Wk52 2024
Design
Signage Design by Domus Vim
Sydney is a city thriving with hospitality venues, from the fancier end of town with CBD venues where you can host your business meetings, to the grungier, looser spots in the Inner West region of the city.
In the latter region there has been a common thread of highly designed environments, with considered interior design and branding. With that higher-quality visual identity comes the need for considered signage. A well-designed storefront sign can be an attractive factor in pulling in customers.
And for the most recent venue openings one name has been dominating that market, Domus Vim.
Domus Vim, led by Ian Tran, designs are of a superior quality, having a very refined look and feel to them that elevates any venues it adorns. The other attractive quality to Tran’s work is the lack of predictability or standardisation, meaning that you never know what the next project will look like yet you can tell who designed it by the level of craftsmanship.
How to Improve Your Thinking Skills
Starting a Creative Business
(Fashion Brand)
Ken Sakata might have popped up on your Instagram or TikTok feed with his in-depth studies on different fashion trends throughout history as well as fashion history, like the uniforms of samurais.
His deep knowledge has naturally led him to recently start his own fashion brand, Front Office, which now has a physical retail location in Melbourne, Australia.
One other great source of Ken’s content is his YouTube channel where he recently posted a video going through his experience of starting a fashion brand.
It’s a great watch that covers some of the main basic anxieties people often have before, and that prevent them from, starting a fashion brand.
Even if you are like myself and not interested in starting a fashion brand, I think the principles covered are still useful knowledge to carry in whatever pursuits we might want to embark on later in life, especially if they are creative entrepreneurial endeavours of any sort. Enjoy.
The Pursuit of Professionalism and Its Hindrances
In an essay titled ‘A Brand Only Exists if It’s on a Tote’, Elizabeth Goodspeed analyses the fascination of designers with mokcups.
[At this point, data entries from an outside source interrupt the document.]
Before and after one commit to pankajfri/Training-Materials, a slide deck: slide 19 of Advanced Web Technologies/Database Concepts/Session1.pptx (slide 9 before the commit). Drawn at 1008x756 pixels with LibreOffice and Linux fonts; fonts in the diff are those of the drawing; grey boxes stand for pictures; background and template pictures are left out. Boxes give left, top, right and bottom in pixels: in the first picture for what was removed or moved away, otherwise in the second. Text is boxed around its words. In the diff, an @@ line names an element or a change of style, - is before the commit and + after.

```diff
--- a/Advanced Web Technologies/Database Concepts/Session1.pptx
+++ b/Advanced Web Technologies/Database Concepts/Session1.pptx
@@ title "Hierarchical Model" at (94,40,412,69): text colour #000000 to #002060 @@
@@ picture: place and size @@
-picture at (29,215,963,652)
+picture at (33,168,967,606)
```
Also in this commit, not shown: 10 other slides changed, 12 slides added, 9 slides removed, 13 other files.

For those who might be unfamiliar with the term, mockups are base files that are purchased by designers around the world to place their designs into and make them look as if they had been professionally photographed, or in the instance of print media, actually printed in a newspaper or a billboard on the street.
Mockups are an incredibly useful tool that is widely adopted especially by younger designers who do not have the resources to execute photo shoots or print live size versions of their work. I personally have been using these mockup files for years.
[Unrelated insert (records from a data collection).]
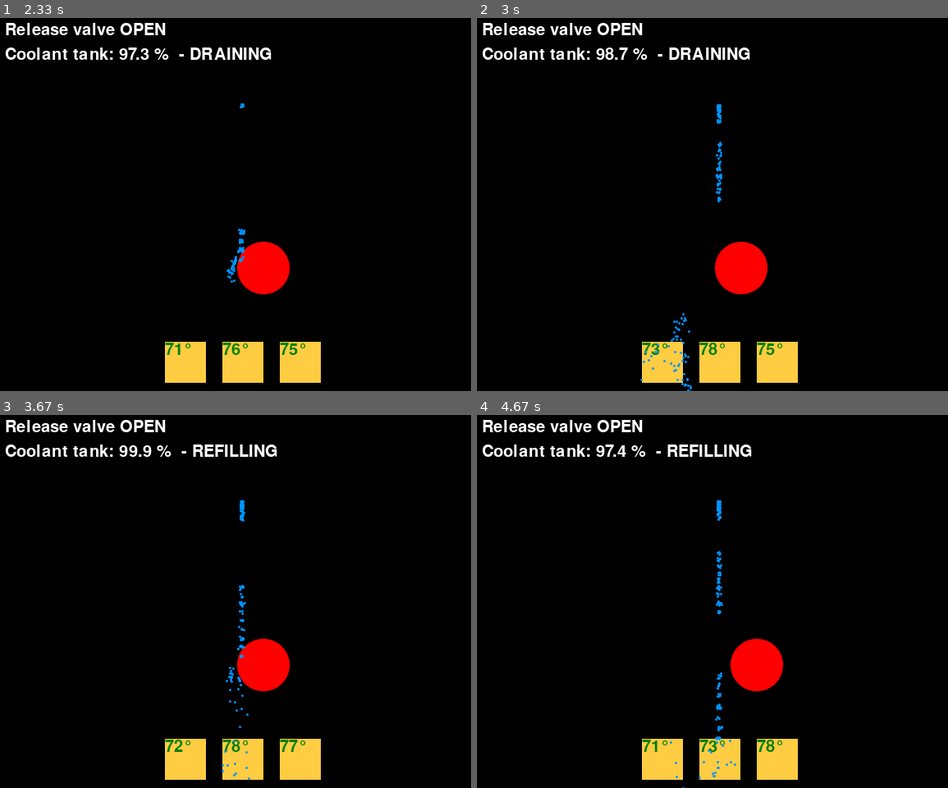
Above: before the commit, frames 1-4 (two rows, left to right).
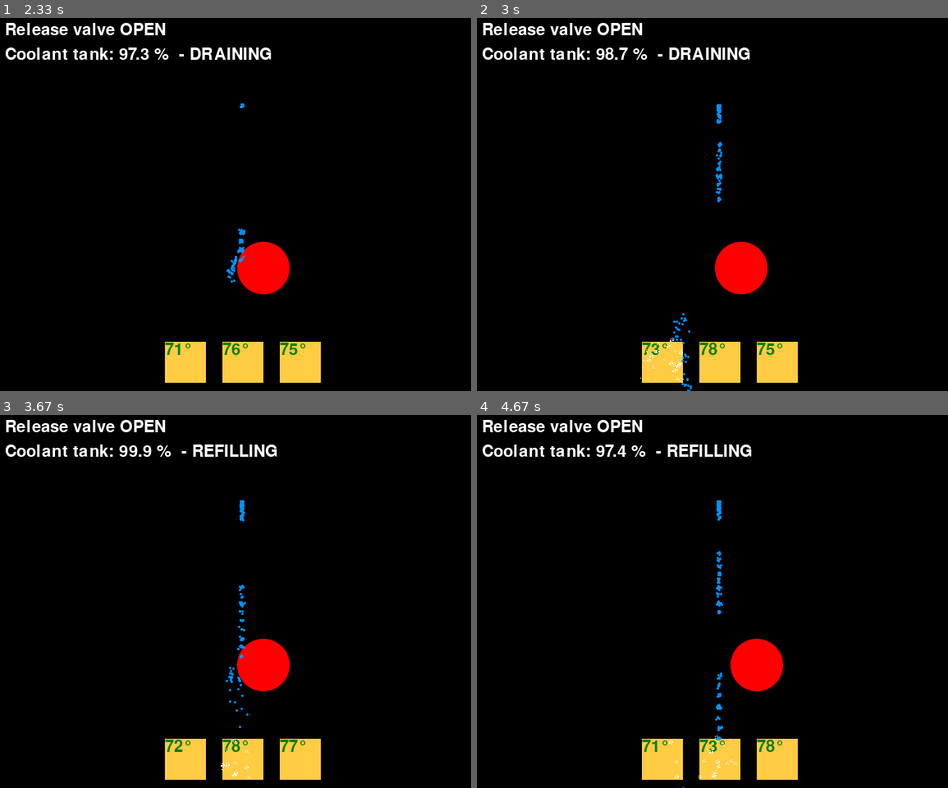
Above: after the commit, the same moments.

Repository: rkibria/Pygame-Community-Easter-Jam-2023
Game: pygame game, started from main.py
Two runs of this game, one before a commit and one after it. Both use one fixed random seed, a clock stepped at 60 frames per second and the inputs below.
Inputs:
- Up to frame 1 (2.33 s): tap Space at 0.33, 1.23, 1.53, 2.3 s; hold D 0.67-1.13 s; hold D 1.17-1.63 s; hold A from 2.23 s (still down)
- Up to frame 2 (3 s): tap Space at 2.6, 2.73 s; release A at 2.63 s; hold D from 2.67 s (still down)
- Up to frame 3 (3.67 s): tap Space at 3.03, 3.4 s; release D at 3.3 s; hold A from 3.33 s (still down)
- Up to frame 4 (4.67 s): tap Space at 3.7, 3.9, 4.2, 4.4 s; release A at 3.8 s; hold D 3.83-4.3 s; hold D from 4.33 s (still down)

Frame 1 is identical in both runs. In frame 2, 0.1% of the frame differs, in the area x 34-44%, y 85-98%; in frame 3, less than 0.1%; in frame 4, less than 0.1%.

Commit message:
animate splashes

Diff:
--- a/main.py
+++ b/main.py
@@ -130,14 +130,15 @@
                             break
 
 def draw_splashes(surface, game_state):
-    img = game_state["splash_img"]
+    imgs = game_state["splash_img"]
     for splash in game_state["splashes"]:
         if splash[1] > 0:
-            splash[1] -= 1
             pos = splash[0]
+            img = imgs[splash[1] - 1]
             scr_pos = (int(pos.x - img.get_width() / 2), SCR_HEIGHT - int(pos.y + img.get_height() / 2))
             surface.blit(img, scr_pos)
             pos.y += 2
+            splash[1] -= 1
 
 def draw_particles(surface, particles):
     """Draw all enabled particles"""
@@ -162,6 +163,8 @@
     target_img = pg.image.load("assets/target_1.png").convert_alpha()
     min_temp = 70.0
     max_reservoir = 30.0
+    splash_ss = SpriteSheet("assets/splash.png")
+
     game_state = {
         "state": STATE_START,
         "start_img": pg.image.load("assets/title.png").convert_alpha(),
@@ -199,7 +202,7 @@
         "target_x_range": (190, 450),
 
         "splashes": [[Vector2(), 0] for _ in range(50)], # pos,count
-        "splash_img": pg.image.load("assets/blue_spot_3x3.png").convert_alpha(),
+        "splash_img": [splash_ss.get_image(0, i*8, 8, 8) for i in range(3)],
     }
 
     set_valve_text(game_state)
Binary file added: assets/splash.png

Entire businesses have been formed around creating and selling these essential assets, distinguishing themselves through unique and cheeky creative direction, such as Bendito Mockup.
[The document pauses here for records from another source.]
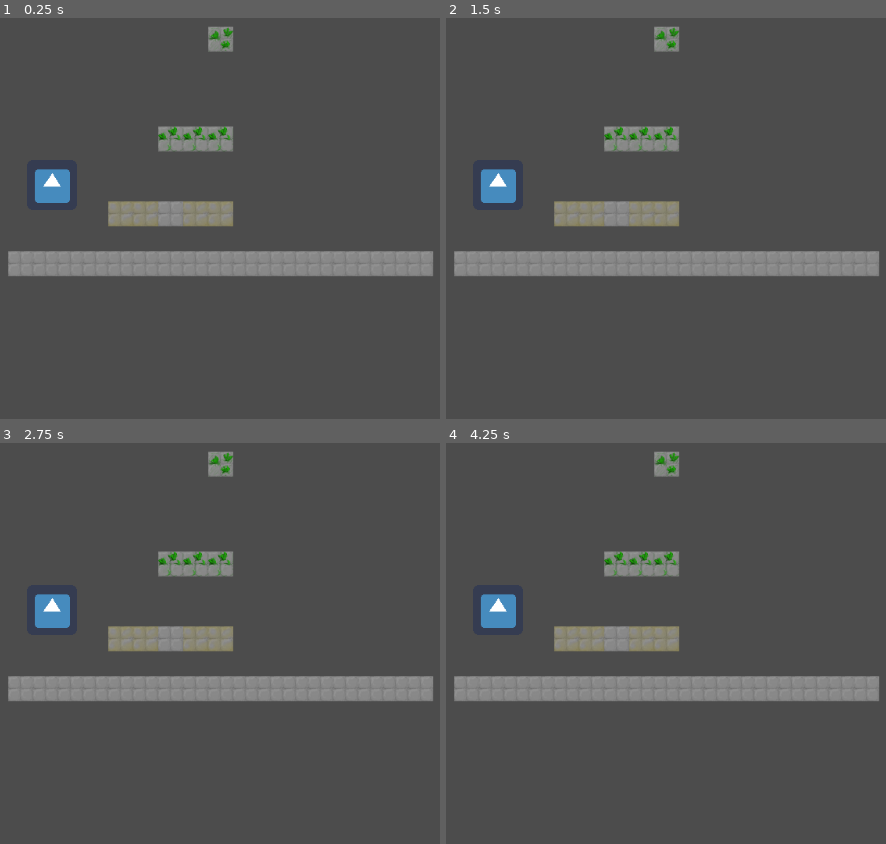
Above: before the commit, frames 1-4 (two rows, left to right).
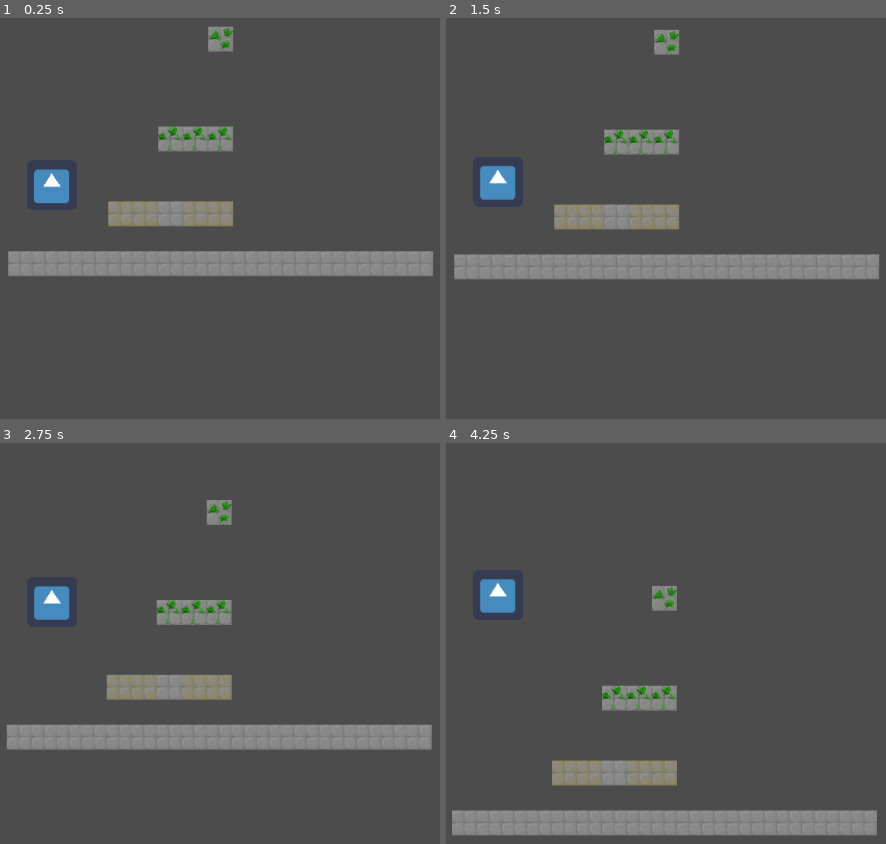
Above: after the commit, the same moments.

Repository: kaushikswapnil/PHP-AvaGameJam2020
Game: Godot game, scene res://World.tscn
Same seed, same stepped clock (60 frames per second), same inputs: the game is played once before the commit and once after it. The engine's default icon, where the game draws it, is replaced by a stand-in: a white triangle on a blue panel in a dark square.
Inputs:
- Up to frame 1 (0.25 s): no input
- Up to frame 2 (1.5 s): tap Enter at 0.5 s; hold Right (right) 0.53-1.28 s; tap A (attack) at 0.6, 1.35 s; tap Space (jump) at 0.77 s; hold Left (left) from 1.28 s (still down)
- Up to frame 3 (2.75 s): tap Space (jump) at 1.52 s; release Left (left) at 2.03 s; hold Right (right) from 2.03 s (still down); tap A (attack) at 2.1 s
- Up to frame 4 (4.25 s): tap A (attack) at 2.85, 3.6 s; tap Space (jump) at 3.02, 3.77 s; release Right (right) at 3.53 s; hold Left (left) from 3.53 s (still down)

The runs differ from the first frame. In frame 1, less than 0.1% of the frame differs, in the area x 7-16%, y 37-47%; in frame 2, 3.3%; in frame 3, 16%; in frame 4, 18%, in the area x 1-99%, y 2-98%.

Commit message:
Adding isonground and physics processing variables

Diff:
--- a/Project/Player.gd
+++ b/Project/Player.gd
@@ -8,11 +8,13 @@
 enum STATES { IDLE, NAVIGATION, JUMP, ATTACK, BLOCK, HURT, FALLING, DEAD }
 var m_State = STATES.IDLE
 var m_DesiredState = STATES.IDLE
+var m_PreviousState = m_State
 var m_TimeSinceLastStateChange = 0.0
 
 var m_FacingRight = true
+var m_IsOnGround = false
 
-var frame_counter = 0;
+const JUMP_TIME = 1.2
 
 func init():
 	pass
@@ -22,73 +24,116 @@
 	pass # Replace with function body.
 
 func _physics_process(delta):
-	pass
+	var desired_velocity = m_Velocity
+	if (desired_velocity.y < PhysicsG.MAX_FALL_SPEED):
+		desired_velocity += PhysicsG.GRAVITY_VEC * delta
+
+	if (m_DesiredDirection.length() > 0):
+		#add navigational velocity
+		if (m_State == STATES.NAVIGATION):
+			if (abs(m_Velocity.x) < PhysicsG.MAX_SPEED):
+				desired_velocity += m_DesiredDirection * min(1.0, PhysicsG.MAX_SPEED - abs(desired_velocity.x))
+		if (m_State == STATES.JUMP):
+			if (abs(m_Velocity.x) < PhysicsG.MAX_SPEED):
+				desired_velocity += m_DesiredDirection * min(0.5, PhysicsG.MAX_SPEED - abs(desired_velocity.x))
+			desired_velocity.y -= (1.0 - m_TimeSinceLastStateChange/JUMP_TIME) * 1.0
+
+	if (m_State == STATES.IDLE):
+		if (m_Velocity.x > 0.0 && m_IsOnGround):
+			m_Velocity.x *= 0.75 #friction dampener
+
+	m_Velocity = move_and_slide(desired_velocity, PhysicsG.UP)
 
 # Called every frame. 'delta' is the elapsed time since the previous frame.
 func _process(delta):
 	m_DesiredDirection = Vector2(0, 0)
+	m_DesiredState = m_State
+	m_IsOnGround = m_Velocity.y == 0
 	ParseInput()
+	Statemachine_Process(delta)
+	UpdateRender(delta)
+
+###########################################
+# statemachine
+
+func Statemachine_Process(delta):
+	m_TimeSinceLastStateChange += delta
 	match m_State:
 		STATES.IDLE:
-			SM_Idle()
+			SM_Idle(delta)
 		STATES.NAVIGATION:
-			SM_Navigation()
+			SM_Navigation(delta)
 		STATES.JUMP:
-			SM_Jump()
+			SM_Jump(delta)
 		STATES.ATTACK:
-			SM_Attack()
+			SM_Attack(delta)
 		STATES.BLOCK:
-			SM_Block()
+			SM_Block(delta)
 		STATES.HURT:
-			SM_Hurt()
+			SM_Hurt(delta)
 		STATES.FALLING:
-			SM_FALLING()
+			SM_FALLING(delta)
 		STATES.DEAD:
-			SM_Dead()
+			SM_Dead(delta)
 		_:
 			print("Something is wrong, I can feel it")
 
-# statemachine
-
 func SM_Transition(to_state):
+	m_PreviousState = m_State
 	m_State = to_state
+	m_TimeSinceLastStateChange = 0
 	print("Transitioning to state ", m_State)
 
+func SM_HasPendingTransition():
+	return m_DesiredState != m_State
+
 func SM_TransitionIfAny(to_state):
-	if (m_DesiredState != m_State):
+	if (SM_HasPendingTransition()):
 		SM_Transition(m_DesiredState)
 
-func SM_Idle():
+func SM_Idle(delta):
 	print("Player : Idle")
+	if (!m_IsOnGround):
+		m_DesiredState = STATES.FALLING
 	SM_TransitionIfAny(m_DesiredState)
-func SM_Navigation():
+func SM_Navigation(delta):
 	print("Player : Navigation")
+	if (m_DesiredDirection.length() == 0):
+		m_DesiredState = STATES.IDLE
 	SM_TransitionIfAny(m_DesiredState)
-func SM_Jump():
+func SM_Jump(delta):
 	print("Player : Jump")
+	m_DesiredDirection = PhysicsG.UP
+	if (m_TimeSinceLastStateChange > JUMP_TIME):
+		m_DesiredState = STATES.FALLING
 	SM_TransitionIfAny(m_DesiredState)
-func SM_Block():
+func SM_Block(delta):
 	print("Player : Block")
 	SM_TransitionIfAny(m_DesiredState)
-func SM_Hurt():
+func SM_Hurt(delta):
 	print("Player : Hurt")
 	SM_TransitionIfAny(m_DesiredState)
-func SM_FALLING():
+func SM_FALLING(delta):
 	print("Player : Falling")
+	if (!SM_HasPendingTransition() && m_IsOnGround):
+		m_DesiredState = STATES.IDLE
 	SM_TransitionIfAny(m_DesiredState)
-func SM_Dead():
+func SM_Dead(delta):
 	print("Player : Dead")
 	SM_TransitionIfAny(m_DesiredState)
-func SM_Attack():
+func SM_Attack(delta):
 	print("Player : Attack")
 	SM_TransitionIfAny(m_DesiredState)
 
+###########################################
+# input
+#
 func ParseInput():
 	if (ParseNavigationalInput()):
-		return
+		return true
 	elif (ParseAttackInput()):
-		return
-	return
+		return true
+	return false
 
 func ParseNavigationalInput():
 	if (Input.is_action_pressed("jump")):
@@ -118,3 +163,13 @@
 		return true
 
 	return false
+
+###########################################
+# Render
+
+func UpdateRender(delta):
+	if (abs(m_Velocity.x) > 0):
+		m_FacingRight = m_Velocity.x > 0
+
+	if (m_FacingRight):
+		$Sprite.scale.x = -1.0
--- a/Project/physics_globals.gd
+++ b/Project/physics_globals.gd
@@ -1,7 +1,7 @@
 const UP = Vector2(0, -1)
 const DOWN = Vector2(0, 1)
-const LEFT = Vector2(0, -1)
-const RIGHT = Vector2(0, 1)
+const LEFT = Vector2(-1, 0)
+const RIGHT = Vector2(1, 0)
 
 const GRAVITY_FACTOR = 9.8
 const GRAVITY_VEC = Vector2(0, GRAVITY_FACTOR)

However, with the wider implementation of these assets there has been some unintended consequences as Goodspeed points out in her essay. The pressure to have professionally-presented work in order to stand out can detract focus from the work itself. I have been guilty in the past myself of trying to use professional grade mockups to elevate mediocre work, which should never be the approach taken. The mockups can also present a framework within which we feel forced to make our work fit into, reducing the chances that unique work in different dimensions will be made since it won’t neatly fit into the mockups we use.
There has recently been a swing in the opposite direction with designers showcasing their work in simple and minimalist forms such as scanning their print work and uploading that straight into their website. This has in turn become its own aesthetic.